Anonymous Says DDoS Attacks 'Symbolic Action'6:55 PM EST Fri. Dec. 10, 2010
The loosely organized hacking group Anonymous is making its case to justify the series of denial of service attacks it launched against companies that had discontinued service for WikiLeaks.
"Anonymous is not a group of hackers," but rather is operated with a "very loose and decentralized command structure that operates on ideas rather than directives," the group said in a statement.
"We are average Internet citizens ourselves and our motivation is a collective sense of being fed up with all the minor and major injustices we witness every day," Anonymous said.
Representatives of Anonymous said they had no interest in stealing personally identifying information or credit card information, and did not intend to attack "critical infrastructure of companies such as MasterCard, Visa, PayPal, or Amazon."
Instead, the group said that the DDoS attacks, known as Operation: Payback, were intended to shed light on the WikiLeaks issue, and what its members perceive as "underhanded methods" by organizations that have undermined the whistleblower site. As such, members of Anonymous said that the DDoS attacks were a "symbolic action" rather than one intended for destruction.
Perhaps not all would agree with Anonymous' motives. Anonymous has been behind a slew of highly publicized DDoS attacks in recent weeks. Sean-Paul Correll, threat researcher at Panda Security who has followed the series of denial of service attacks launched by Anonymous' Operation Payback, said that he had observed "256 service interruptions and 94 hours of combined downtime" since the DDoS attacks started on December 4th. Panda Security also observed more than eight hours of counter-DDoS downtime targeting the Anonymous site, he said.
For the most part, the attacks have been carried out with collaborative tools, such as a Low Orbit Ion Cannon (LOIC), which allows users to voluntarily attach their machines to a botnet in order to bombard a chosen site with traffic and shut it down. Essentially, the botnet then launches DDoS attacks by flooding a site with more traffic than it can handle, causing the targeted system to temporarily crash.

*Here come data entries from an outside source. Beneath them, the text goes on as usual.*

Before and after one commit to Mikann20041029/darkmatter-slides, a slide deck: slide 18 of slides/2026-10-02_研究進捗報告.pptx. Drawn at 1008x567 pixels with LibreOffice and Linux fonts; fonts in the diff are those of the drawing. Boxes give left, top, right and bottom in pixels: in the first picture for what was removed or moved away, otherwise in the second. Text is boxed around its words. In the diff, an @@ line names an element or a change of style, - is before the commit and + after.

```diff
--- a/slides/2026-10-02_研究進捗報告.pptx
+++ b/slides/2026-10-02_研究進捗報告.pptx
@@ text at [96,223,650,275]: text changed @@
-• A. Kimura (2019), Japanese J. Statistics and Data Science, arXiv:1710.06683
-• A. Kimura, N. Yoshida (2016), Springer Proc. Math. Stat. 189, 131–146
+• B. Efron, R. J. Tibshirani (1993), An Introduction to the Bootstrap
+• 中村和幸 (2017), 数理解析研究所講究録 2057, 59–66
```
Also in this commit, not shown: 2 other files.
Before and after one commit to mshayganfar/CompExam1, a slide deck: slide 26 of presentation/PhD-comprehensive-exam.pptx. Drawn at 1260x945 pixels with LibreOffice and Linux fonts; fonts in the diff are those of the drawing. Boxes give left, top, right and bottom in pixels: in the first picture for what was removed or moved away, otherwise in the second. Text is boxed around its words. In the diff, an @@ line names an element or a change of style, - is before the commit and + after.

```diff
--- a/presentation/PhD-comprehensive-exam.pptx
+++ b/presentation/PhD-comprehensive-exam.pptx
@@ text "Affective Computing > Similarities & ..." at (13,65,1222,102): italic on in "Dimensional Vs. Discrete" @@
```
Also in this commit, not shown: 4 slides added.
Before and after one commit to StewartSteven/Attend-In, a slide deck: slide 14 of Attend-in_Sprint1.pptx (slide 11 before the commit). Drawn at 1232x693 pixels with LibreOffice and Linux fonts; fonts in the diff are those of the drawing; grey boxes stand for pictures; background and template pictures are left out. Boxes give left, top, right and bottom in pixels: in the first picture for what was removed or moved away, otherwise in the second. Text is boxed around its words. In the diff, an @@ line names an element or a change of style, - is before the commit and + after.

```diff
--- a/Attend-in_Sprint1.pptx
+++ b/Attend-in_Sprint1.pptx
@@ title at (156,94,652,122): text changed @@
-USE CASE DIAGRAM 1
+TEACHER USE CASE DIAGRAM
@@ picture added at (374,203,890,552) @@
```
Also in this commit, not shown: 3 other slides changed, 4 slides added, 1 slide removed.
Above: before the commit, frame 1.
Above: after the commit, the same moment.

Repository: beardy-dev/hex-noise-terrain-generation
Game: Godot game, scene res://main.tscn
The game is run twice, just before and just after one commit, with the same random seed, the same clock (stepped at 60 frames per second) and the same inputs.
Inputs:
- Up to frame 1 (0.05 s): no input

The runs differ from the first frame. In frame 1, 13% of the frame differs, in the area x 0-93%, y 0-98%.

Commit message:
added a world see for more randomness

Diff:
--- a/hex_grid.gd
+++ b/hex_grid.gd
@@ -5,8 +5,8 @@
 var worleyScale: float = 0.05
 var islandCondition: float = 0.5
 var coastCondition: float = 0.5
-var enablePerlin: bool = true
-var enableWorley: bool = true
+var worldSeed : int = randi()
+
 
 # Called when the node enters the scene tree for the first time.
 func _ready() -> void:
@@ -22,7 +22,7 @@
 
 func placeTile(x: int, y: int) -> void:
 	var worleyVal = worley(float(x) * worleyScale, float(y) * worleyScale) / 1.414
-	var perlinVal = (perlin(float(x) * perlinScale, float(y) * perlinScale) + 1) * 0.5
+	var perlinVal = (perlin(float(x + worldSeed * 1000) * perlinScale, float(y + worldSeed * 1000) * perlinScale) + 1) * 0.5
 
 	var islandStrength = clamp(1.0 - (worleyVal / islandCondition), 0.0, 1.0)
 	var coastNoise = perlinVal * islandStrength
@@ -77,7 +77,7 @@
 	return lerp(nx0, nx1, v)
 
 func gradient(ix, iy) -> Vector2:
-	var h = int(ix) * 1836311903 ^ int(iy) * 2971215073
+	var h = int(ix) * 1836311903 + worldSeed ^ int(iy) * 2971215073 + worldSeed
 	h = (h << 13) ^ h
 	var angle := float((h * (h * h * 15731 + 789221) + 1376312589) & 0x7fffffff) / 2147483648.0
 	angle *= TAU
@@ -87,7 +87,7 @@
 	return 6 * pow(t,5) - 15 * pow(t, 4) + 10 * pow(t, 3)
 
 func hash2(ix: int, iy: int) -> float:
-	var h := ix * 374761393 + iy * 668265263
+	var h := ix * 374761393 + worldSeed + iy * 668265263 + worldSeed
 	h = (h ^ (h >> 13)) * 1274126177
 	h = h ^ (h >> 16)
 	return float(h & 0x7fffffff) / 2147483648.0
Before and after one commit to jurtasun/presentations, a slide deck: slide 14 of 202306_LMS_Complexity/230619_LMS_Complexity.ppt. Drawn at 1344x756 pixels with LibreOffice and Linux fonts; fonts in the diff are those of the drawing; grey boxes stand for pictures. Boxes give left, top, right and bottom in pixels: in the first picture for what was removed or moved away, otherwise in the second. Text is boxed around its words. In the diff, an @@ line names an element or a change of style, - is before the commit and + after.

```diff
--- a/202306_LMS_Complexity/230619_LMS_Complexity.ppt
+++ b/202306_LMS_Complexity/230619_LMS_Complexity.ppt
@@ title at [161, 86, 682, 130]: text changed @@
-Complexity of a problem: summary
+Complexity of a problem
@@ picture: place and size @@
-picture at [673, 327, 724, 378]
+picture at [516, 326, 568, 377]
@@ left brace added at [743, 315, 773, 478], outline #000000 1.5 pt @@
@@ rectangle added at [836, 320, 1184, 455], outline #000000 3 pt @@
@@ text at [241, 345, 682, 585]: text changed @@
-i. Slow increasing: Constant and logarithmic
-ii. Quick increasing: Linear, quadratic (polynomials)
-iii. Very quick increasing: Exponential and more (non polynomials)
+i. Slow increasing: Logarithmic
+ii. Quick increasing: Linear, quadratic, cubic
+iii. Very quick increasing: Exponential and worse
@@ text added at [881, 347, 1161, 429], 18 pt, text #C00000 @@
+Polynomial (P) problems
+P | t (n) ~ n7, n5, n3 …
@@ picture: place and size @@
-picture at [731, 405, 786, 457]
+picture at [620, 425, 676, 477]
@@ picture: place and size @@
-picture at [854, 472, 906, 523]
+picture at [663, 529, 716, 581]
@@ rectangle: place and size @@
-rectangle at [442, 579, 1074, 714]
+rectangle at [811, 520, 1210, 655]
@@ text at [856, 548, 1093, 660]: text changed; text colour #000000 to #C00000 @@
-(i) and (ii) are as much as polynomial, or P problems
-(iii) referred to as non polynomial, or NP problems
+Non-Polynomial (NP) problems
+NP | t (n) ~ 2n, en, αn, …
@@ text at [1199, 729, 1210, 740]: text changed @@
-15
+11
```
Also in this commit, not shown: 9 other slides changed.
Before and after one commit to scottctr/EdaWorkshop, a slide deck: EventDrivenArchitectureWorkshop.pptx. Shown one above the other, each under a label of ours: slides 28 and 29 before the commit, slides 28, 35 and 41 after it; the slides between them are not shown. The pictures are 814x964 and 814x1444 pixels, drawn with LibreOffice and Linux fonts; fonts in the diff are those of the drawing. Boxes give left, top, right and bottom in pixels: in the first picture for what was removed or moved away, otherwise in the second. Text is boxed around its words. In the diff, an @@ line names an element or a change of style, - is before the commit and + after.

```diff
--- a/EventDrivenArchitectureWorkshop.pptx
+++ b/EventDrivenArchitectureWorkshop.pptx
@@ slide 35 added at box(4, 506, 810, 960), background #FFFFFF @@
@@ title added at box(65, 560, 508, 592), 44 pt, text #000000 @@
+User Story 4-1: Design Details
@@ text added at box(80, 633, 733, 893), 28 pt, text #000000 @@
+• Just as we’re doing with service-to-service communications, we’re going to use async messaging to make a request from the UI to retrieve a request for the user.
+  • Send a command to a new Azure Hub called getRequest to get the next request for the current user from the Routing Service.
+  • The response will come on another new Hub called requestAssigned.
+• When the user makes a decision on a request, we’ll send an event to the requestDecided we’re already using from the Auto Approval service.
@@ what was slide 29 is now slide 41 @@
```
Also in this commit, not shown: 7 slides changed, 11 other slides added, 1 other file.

In the past, it has been tricky for attackers to organize enough users to simultaneously download the tool and connect their machines to a botnet. However, new technological developments now allow users to launch DDoS attack via their mobile devices, such as an iPad or an iPhone, according to Panda Security's Correll. Users only have to visit a Web page that converts the browser into a pocket LOIC, which subsequently delivers DDoS packets from the device.
Next: Anonymous Launches DDoS Attacks Against Long List Of Targets
The tools seem to be effective. The group targeted Visa.com and MasterCard.com with DDoS attacks earlier this week after both companies halted credit card payments to WikiLeaks, essentially cutting off funding to the whistle-blower site.
Prior to the MasterCard attacks, Anonymous launched a significant series of DDoS attacks on both the PayPal blog and PayPal site, shutting down both sites for hours. In addition, the group executed a massive attack on PostFinance, the bank that took down WikiLeaks' founder Assange's defense fund, with another heavy DDoS attack, leaving customers without the ability to conduct any online banking for at least 11 hours on Monday.
Correll said that Anonymous also targeted U.S. Senator Joe Lieberman's Web site with a DDoS attack, shutting it down for about 12 minutes, and sent spam faxes to his office.
In addition, Anonymous hackers also successfully shut down the Web sites of Sarah Palin, the attorney representing the two women allegedly assaulted by WikiLeaks founder Julian Assange, as well as the site of Assange's Swedish prosecutor.
Anonymous said that there were calls to take down Amazon.com, which disconnected its servers from WikiLeaks earlier this month. While the group said attacking a major online retailer during the holidays would be “in bad taste,” reports indicated Anonymous launched several unsuccessful attempts to attack the Amazon.com platform.